• [TASK STATEMENT]:
Nothing but the lines from the one containing "page.evaluate(() => __game.state.practiceStats.throws),1);" to the end of the records below should be output, each exactly as written.

• [RECORDS SUPPLIED]:
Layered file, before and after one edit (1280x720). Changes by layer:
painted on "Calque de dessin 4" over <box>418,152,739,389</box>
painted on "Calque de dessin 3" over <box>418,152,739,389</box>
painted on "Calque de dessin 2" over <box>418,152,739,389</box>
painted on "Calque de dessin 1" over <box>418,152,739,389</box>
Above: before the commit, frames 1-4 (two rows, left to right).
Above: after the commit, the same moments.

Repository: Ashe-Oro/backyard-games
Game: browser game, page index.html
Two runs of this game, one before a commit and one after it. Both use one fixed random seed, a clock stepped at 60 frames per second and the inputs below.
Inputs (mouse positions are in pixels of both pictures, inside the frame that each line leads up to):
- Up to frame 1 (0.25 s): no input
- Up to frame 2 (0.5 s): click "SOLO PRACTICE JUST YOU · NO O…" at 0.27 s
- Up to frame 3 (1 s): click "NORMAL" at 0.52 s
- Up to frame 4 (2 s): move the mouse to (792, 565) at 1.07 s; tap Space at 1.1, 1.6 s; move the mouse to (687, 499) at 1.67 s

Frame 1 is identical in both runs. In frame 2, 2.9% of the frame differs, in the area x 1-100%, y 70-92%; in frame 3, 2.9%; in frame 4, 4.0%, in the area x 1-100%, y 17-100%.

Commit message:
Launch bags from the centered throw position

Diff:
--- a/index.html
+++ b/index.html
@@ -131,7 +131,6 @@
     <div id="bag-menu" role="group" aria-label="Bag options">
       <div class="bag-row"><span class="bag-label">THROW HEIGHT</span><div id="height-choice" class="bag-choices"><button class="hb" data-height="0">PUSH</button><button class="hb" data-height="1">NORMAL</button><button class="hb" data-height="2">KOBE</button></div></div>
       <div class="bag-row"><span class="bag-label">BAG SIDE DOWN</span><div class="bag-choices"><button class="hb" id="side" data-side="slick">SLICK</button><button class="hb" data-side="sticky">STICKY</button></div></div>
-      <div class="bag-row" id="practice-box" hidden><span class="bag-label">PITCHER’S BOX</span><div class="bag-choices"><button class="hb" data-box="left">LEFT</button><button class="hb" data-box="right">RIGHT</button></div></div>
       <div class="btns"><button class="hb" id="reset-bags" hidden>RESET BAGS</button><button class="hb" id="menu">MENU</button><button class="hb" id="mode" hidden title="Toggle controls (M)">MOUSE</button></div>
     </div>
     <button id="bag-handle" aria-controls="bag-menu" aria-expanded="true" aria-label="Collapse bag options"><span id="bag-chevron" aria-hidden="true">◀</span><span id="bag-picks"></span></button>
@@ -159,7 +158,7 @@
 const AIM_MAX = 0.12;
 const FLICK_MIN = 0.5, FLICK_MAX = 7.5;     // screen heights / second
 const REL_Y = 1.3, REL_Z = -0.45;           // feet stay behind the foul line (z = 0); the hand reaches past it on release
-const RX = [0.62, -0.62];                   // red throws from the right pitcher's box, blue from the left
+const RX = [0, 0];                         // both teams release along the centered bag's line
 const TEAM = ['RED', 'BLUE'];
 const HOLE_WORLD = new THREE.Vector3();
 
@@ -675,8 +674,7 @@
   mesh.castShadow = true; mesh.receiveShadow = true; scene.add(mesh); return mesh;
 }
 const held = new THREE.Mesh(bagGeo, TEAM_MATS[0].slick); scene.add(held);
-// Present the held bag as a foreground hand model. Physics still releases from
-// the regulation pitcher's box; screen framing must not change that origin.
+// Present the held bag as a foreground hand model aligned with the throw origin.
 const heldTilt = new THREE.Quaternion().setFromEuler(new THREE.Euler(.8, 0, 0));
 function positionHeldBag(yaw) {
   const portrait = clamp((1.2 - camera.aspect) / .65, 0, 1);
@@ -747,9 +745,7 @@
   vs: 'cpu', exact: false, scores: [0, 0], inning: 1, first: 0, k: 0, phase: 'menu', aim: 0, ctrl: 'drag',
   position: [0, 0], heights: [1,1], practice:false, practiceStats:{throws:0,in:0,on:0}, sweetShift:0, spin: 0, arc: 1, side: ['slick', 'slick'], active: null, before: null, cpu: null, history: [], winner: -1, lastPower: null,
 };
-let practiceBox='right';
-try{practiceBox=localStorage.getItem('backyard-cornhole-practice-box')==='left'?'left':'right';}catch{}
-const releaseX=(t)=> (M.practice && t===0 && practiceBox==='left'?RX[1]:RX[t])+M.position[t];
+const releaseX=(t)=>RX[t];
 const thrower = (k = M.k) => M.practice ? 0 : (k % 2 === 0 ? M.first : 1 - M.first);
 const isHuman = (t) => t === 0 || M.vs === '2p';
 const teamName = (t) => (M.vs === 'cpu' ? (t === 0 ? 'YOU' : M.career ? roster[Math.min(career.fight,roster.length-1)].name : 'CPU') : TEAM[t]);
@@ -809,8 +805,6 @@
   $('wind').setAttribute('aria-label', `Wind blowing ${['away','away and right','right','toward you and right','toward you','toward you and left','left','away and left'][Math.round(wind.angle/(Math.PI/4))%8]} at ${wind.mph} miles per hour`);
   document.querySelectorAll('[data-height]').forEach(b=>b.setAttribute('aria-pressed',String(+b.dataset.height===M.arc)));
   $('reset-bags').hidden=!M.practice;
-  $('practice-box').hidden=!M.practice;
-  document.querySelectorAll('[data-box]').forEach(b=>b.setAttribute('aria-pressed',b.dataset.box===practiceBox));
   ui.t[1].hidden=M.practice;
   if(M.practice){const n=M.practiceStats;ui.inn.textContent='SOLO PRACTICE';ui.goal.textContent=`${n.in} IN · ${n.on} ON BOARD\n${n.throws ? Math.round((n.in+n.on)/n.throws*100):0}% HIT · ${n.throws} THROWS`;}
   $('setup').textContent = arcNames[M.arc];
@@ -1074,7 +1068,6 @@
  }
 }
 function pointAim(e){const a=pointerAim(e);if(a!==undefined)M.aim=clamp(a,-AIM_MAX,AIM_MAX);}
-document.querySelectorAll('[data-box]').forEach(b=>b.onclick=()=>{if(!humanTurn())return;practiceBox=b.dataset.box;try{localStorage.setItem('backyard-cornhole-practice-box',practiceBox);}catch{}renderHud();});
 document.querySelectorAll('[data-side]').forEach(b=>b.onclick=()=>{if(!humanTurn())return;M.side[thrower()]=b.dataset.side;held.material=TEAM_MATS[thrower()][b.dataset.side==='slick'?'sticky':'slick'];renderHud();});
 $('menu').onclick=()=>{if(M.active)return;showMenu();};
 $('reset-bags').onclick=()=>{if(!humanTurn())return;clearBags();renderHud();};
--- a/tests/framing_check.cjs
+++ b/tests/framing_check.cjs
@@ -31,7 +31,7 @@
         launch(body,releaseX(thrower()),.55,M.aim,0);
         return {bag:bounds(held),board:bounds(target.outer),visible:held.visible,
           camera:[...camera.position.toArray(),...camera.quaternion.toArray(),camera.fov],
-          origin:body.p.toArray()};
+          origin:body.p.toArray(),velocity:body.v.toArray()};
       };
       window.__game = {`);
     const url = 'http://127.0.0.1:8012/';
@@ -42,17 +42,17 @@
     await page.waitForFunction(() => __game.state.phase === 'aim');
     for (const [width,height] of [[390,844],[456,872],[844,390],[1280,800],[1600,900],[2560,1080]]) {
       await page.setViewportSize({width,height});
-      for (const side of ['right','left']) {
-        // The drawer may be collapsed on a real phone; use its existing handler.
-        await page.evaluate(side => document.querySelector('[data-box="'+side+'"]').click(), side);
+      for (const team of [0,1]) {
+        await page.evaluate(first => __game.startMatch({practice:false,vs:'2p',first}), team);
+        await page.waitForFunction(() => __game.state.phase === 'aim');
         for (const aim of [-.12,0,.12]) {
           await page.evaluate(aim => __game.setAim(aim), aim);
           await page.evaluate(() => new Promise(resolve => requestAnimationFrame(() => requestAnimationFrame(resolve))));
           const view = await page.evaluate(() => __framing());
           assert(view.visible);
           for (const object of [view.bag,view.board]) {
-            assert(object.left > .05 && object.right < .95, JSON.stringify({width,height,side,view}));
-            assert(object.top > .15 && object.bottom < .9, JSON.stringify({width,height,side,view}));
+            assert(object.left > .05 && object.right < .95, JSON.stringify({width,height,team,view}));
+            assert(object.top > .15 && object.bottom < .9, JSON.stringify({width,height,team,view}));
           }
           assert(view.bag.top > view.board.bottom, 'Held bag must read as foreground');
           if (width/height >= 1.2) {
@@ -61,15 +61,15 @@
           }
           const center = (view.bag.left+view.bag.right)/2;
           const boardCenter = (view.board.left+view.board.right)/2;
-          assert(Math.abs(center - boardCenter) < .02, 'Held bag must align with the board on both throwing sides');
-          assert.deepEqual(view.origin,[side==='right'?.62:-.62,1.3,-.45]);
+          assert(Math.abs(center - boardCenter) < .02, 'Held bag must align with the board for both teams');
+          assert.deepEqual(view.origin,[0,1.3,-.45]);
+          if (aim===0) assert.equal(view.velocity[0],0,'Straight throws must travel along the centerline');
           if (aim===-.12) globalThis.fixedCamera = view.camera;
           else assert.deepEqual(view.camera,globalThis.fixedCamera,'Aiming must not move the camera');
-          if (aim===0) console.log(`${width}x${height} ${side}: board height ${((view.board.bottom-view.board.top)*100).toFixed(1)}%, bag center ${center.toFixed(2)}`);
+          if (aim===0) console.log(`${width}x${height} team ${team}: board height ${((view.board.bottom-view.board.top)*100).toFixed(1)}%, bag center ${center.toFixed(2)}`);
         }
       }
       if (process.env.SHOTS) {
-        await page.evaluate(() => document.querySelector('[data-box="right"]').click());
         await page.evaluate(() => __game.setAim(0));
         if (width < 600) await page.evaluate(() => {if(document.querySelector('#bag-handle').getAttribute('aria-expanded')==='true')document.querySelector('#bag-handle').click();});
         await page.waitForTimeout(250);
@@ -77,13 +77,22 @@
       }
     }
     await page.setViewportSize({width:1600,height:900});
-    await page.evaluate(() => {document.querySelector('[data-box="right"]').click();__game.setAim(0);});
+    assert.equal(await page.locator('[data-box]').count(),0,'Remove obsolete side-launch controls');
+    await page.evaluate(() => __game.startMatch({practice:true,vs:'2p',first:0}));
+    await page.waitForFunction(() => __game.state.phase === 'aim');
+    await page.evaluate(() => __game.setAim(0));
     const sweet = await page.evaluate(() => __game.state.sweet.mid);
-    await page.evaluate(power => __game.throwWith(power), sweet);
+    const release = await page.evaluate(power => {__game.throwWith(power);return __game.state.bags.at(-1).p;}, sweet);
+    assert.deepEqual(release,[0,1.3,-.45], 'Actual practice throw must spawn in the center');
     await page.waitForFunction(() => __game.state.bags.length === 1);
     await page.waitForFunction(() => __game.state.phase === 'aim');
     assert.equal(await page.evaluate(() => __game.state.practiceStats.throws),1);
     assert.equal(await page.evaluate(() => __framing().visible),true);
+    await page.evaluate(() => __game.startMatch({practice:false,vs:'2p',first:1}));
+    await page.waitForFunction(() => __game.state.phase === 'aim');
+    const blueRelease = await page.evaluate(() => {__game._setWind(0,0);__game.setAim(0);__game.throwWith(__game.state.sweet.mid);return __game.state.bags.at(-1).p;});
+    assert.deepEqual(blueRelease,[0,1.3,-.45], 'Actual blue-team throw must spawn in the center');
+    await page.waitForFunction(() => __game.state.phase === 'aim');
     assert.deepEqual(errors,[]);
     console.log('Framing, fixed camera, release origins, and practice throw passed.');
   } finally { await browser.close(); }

• [ANSWER SPACE]:
     assert.equal(await page.evaluate(() => __game.state.practiceStats.throws),1);
     assert.equal(await page.evaluate(() => __framing().visible),true);
+    await page.evaluate(() => __game.startMatch({practice:false,vs:'2p',first:1}));
+    await page.waitForFunction(() => __game.state.phase === 'aim');
+    const blueRelease = await page.evaluate(() => {__game._setWind(0,0);__game.setAim(0);__game.throwWith(__game.state.sweet.mid);return __game.state.bags.at(-1).p;});
+    assert.deepEqual(blueRelease,[0,1.3,-.45], 'Actual blue-team throw must spawn in the center');
+    await page.waitForFunction(() => __game.state.phase === 'aim');
     assert.deepEqual(errors,[]);
     console.log('Framing, fixed camera, release origins, and practice throw passed.');
   } finally { await browser.close(); }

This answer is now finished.